Entre outubro e novembro, a médica carioca Manuela Tasca lançou um desafio a si mesma. Em meio aos preparativos para uma cirurgia auditiva do filho Luca, 5, ela resolveu fazer um desenho por dia, entre corujas, ursos e luas coloridas.
“Lulu está perdendo a audição gradativamente pelo acúmulo de muco nos ouvidos”, contou Manuela para seus seguidores no Instagram. “Para tornar a espera (pela cirurgia) mais leve, ocupar a minha mente e fazer algo produtivo, resolvi embarcar em um desafio criativo. (…) Os desenhos serão um presente para Lulu se divertir quando chegar ao hospital.”
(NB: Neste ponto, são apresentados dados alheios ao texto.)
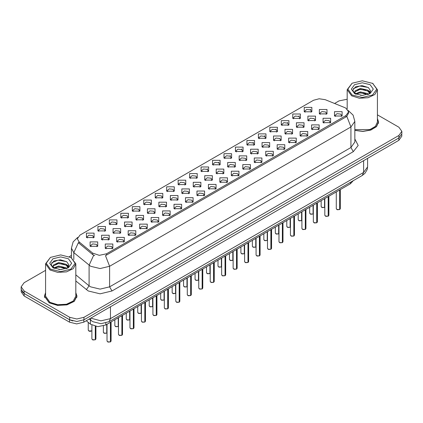 <?xml version="1.0" encoding="UTF-8"?>
<svg xmlns="http://www.w3.org/2000/svg" width="423" height="423" viewBox="0 0 423 423"><rect width="100%" height="100%" fill="white"/><g stroke="black" fill="none" stroke-linecap="round" stroke-linejoin="round"><path stroke-width="0.63" d="M189.604 177.967L189.604 173.578L197.208 173.578L197.208 177.967L189.604 177.967M196.325 178.379L196.764 177.422L195.78 176.047L192.121 175.63L190.049 177.422L190.487 178.379M178.146 184.587L178.146 180.198L185.745 180.198L185.745 184.587L178.146 184.587M184.862 184.999L185.306 184.037L184.322 182.667L180.658 182.244L178.585 184.037L179.024 184.999M166.683 191.207L166.683 186.818L174.281 186.818L174.281 191.207L166.683 191.207M173.404 191.614L173.842 190.657L172.859 189.282L169.195 188.864L167.122 190.657L167.566 191.614M132.293 211.056L132.293 206.667L139.897 206.667L139.897 211.056L132.293 211.056M139.014 211.468L139.453 210.511L138.469 209.136L134.81 208.719L132.737 210.511L133.176 211.468M120.83 217.676L120.83 213.287L128.433 213.287L128.433 217.676L120.83 217.676M127.55 218.088L127.989 217.126L127.006 215.756L123.347 215.333L121.274 217.126L121.713 218.088M109.372 224.29L109.372 219.907L116.97 219.907L116.97 224.29L109.372 224.29M116.087 224.703L116.531 223.746L115.548 222.371L111.884 221.953L109.811 223.746L110.25 224.703M97.909 230.91L97.909 226.522L105.507 226.522L105.507 230.91L97.909 230.91M104.624 231.323L105.068 230.361L104.084 228.991L100.42 228.568L98.348 230.361L98.792 231.323M155.22 197.821L155.22 193.433L162.818 193.433L162.818 197.821L155.22 197.821M161.94 198.234L162.379 197.271L161.396 195.902L157.737 195.484L155.659 197.271L156.103 198.234M143.757 204.441L143.757 200.053L151.36 200.053L151.36 204.441L143.757 204.441M150.477 204.854L150.916 203.891L149.932 202.522L146.273 202.099L144.201 203.891L144.64 204.854M201.068 171.352L201.068 166.963L208.671 166.963L208.671 171.352L201.068 171.352M207.788 171.764L208.227 170.802L207.244 169.433L203.585 169.01L201.512 170.802L201.951 171.764M212.531 164.732L212.531 160.343L220.134 160.343L220.134 164.732L212.531 164.732M219.251 165.144L219.69 164.182L218.707 162.813L215.048 162.395L212.975 164.182L213.414 165.144M223.994 158.117L223.994 153.729L231.593 153.729L231.593 158.117L223.994 158.117M230.715 158.525L231.154 157.568L230.17 156.198L226.511 155.775L224.433 157.568L224.877 158.525M235.458 151.497L235.458 147.109L243.056 147.109L243.056 151.497L235.458 151.497M242.178 151.91L242.617 150.948L241.633 149.578L237.969 149.155L235.897 150.948L236.341 151.91M246.921 144.878L246.921 140.494L254.519 140.494L254.519 144.878L246.921 144.878M253.636 145.29L254.08 144.333L253.097 142.958L249.433 142.54L247.36 144.333L247.799 145.29M258.379 138.263L258.379 133.874L265.982 133.874L265.982 138.263L258.379 138.263M265.099 138.675L265.538 137.713L264.555 136.343L260.896 135.92L258.823 137.713L259.262 138.675M269.842 131.643L269.842 127.254L277.446 127.254L277.446 131.643L269.842 131.643M276.563 132.055L277.002 131.098L276.018 129.724L272.359 129.306L270.286 131.098L270.725 132.055M281.306 125.028L281.306 120.64L288.909 120.64L288.909 125.028L281.306 125.028M288.026 125.435L288.465 124.478L287.481 123.109L283.822 122.686L281.75 124.478L282.189 125.435M292.769 118.408L292.769 114.02L300.367 114.02L300.367 118.408L292.769 118.408M299.489 118.821L299.928 117.858L298.945 116.489L295.286 116.066L293.208 117.858L293.652 118.821M304.232 111.788L304.232 107.405L311.83 107.405L311.83 111.788L304.232 111.788M310.953 112.201L311.391 111.244L310.408 109.869L306.744 109.451L304.671 111.244L305.115 112.201M86.445 237.53L86.445 233.142L94.043 233.142L94.043 237.53L86.445 237.53M93.166 237.938L93.605 236.98L92.621 235.611L88.962 235.188L86.884 236.98L87.328 237.938M204.743 180.092L204.743 175.704L212.346 175.704L212.346 180.092L204.743 180.092M211.463 180.499L211.902 179.542L210.918 178.168L207.259 177.75L205.187 179.542L205.626 180.499M193.279 186.707L193.279 182.318L200.883 182.318L200.883 186.707L193.279 186.707M200 187.119L200.439 186.157L199.455 184.788L195.796 184.37L193.723 186.157L194.162 187.119M181.821 193.327L181.821 188.938L189.419 188.938L189.419 193.327L181.821 193.327M188.536 193.739L188.981 192.777L187.992 191.408L184.333 190.985L182.26 192.777L182.699 193.739M170.358 199.942L170.358 195.553L177.956 195.553L177.956 199.942L170.358 199.942M177.073 200.354L177.517 199.397L176.534 198.022L172.87 197.604L170.797 199.397L171.236 200.354M135.968 219.796L135.968 215.407L143.571 215.407L143.571 219.796L135.968 219.796M142.688 220.209L143.127 219.246L142.144 217.877L138.485 217.459L136.412 219.246L136.851 220.209M147.431 213.176L147.431 208.793L155.03 208.793L155.03 213.176L147.431 213.176M154.152 213.589L154.591 212.632L153.607 211.257L149.948 210.839L147.87 212.632L148.314 213.589M101.583 239.651L101.583 235.262L109.182 235.262L109.182 239.651L101.583 239.651M108.299 240.063L108.743 239.101L107.759 237.731L104.095 237.308L102.022 239.101L102.461 240.063M113.047 233.031L113.047 228.642L120.645 228.642L120.645 233.031L113.047 233.031M119.762 233.443L120.206 232.486L119.217 231.111L115.558 230.694L113.486 232.486L113.924 233.443M124.505 226.416L124.505 222.027L132.108 222.027L132.108 226.416L124.505 226.416M131.225 226.823L131.664 225.866L130.681 224.497L127.022 224.074L124.949 225.866L125.388 226.823M158.895 206.561L158.895 202.173L166.493 202.173L166.493 206.561L158.895 206.561M165.615 206.974L166.054 206.012L165.07 204.642L161.406 204.219L159.334 206.012L159.778 206.974M216.206 173.472L216.206 169.084L223.804 169.084L223.804 173.472L216.206 173.472M222.926 173.885L223.365 172.922L222.382 171.553L218.723 171.13L216.645 172.922L217.089 173.885M227.669 166.852L227.669 162.464L235.267 162.464L235.267 166.852L227.669 166.852M234.39 167.265L234.828 166.308L233.845 164.933L230.181 164.515L228.108 166.308L228.552 167.265M239.132 160.238L239.132 155.849L246.731 155.849L246.731 160.238L239.132 160.238M245.848 160.65L246.292 159.688L245.308 158.318L241.644 157.895L239.571 159.688L240.01 160.65M250.596 153.618L250.596 149.229L258.194 149.229L258.194 153.618L250.596 153.618M257.311 154.03L257.755 153.068L256.766 151.698L253.107 151.281L251.035 153.068L251.474 154.03M262.054 147.003L262.054 142.614L269.657 142.614L269.657 147.003L262.054 147.003M268.774 147.41L269.213 146.453L268.23 145.084L264.571 144.661L262.498 146.453L262.937 147.41M273.517 140.383L273.517 135.995L281.121 135.995L281.121 140.383L273.517 140.383M280.238 140.796L280.676 139.833L279.693 138.464L276.034 138.041L273.961 139.833L274.4 140.796M284.98 133.763L284.98 129.38L292.579 129.38L292.579 133.763L284.98 133.763M291.701 134.176L292.14 133.219L291.156 131.844L287.497 131.426L285.425 133.219L285.863 134.176M296.444 127.149L296.444 122.76L304.042 122.76L304.042 127.149L296.444 127.149M303.164 127.561L303.603 126.599L302.619 125.229L298.955 124.806L296.883 126.599L297.327 127.561M307.907 120.529L307.907 116.14L315.505 116.14L315.505 120.529L307.907 120.529M314.622 120.941L315.066 119.984L314.083 118.609L310.419 118.191L308.346 119.984L308.785 120.941M319.37 113.914L319.37 109.525L326.968 109.525L326.968 113.914L319.37 113.914M326.085 114.321L326.53 113.364L325.541 111.995L321.882 111.572L319.809 113.364L320.248 114.321M90.12 246.265L90.12 241.882L97.718 241.882L97.718 246.265L90.12 246.265M96.841 246.678L97.279 245.721L96.296 244.346L92.632 243.928L90.559 245.721L91.003 246.678M116.716 241.771L116.716 237.382L124.32 237.382L124.32 241.771L116.716 241.771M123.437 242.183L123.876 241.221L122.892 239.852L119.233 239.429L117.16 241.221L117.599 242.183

Luca é portador da raríssima Síndrome de Jacobsen, identificada apenas em 1973 e que afeta uma criança a cada estimados 100 mil nascimentos — há registros de apenas cerca de 300 pessoas diagnosticadas no mundo inteiro.
A cirurgia auditiva (que correu bem) visava implantar tubos de ventilação nos ouvidos de Luca, para impedir o acúmulo de muco, que é comum entre portadores da síndrome.
Há outras questões relacionadas à condição, em diferentes graus: atrasos no desenvolvimento motor e cognitivo, dificuldades de fala e aprendizado, baixa imunidade, problemas cardíacos em cerca de metade dos casos e, em mais de 90% dos casos, uma disfunção de plaquetas no sangue que pode causar sangramentos excessivos no caso de ferimentos simples.
Parte dos portadores de Jacobsen (não é o caso de Luca) são, também, do espectro autista.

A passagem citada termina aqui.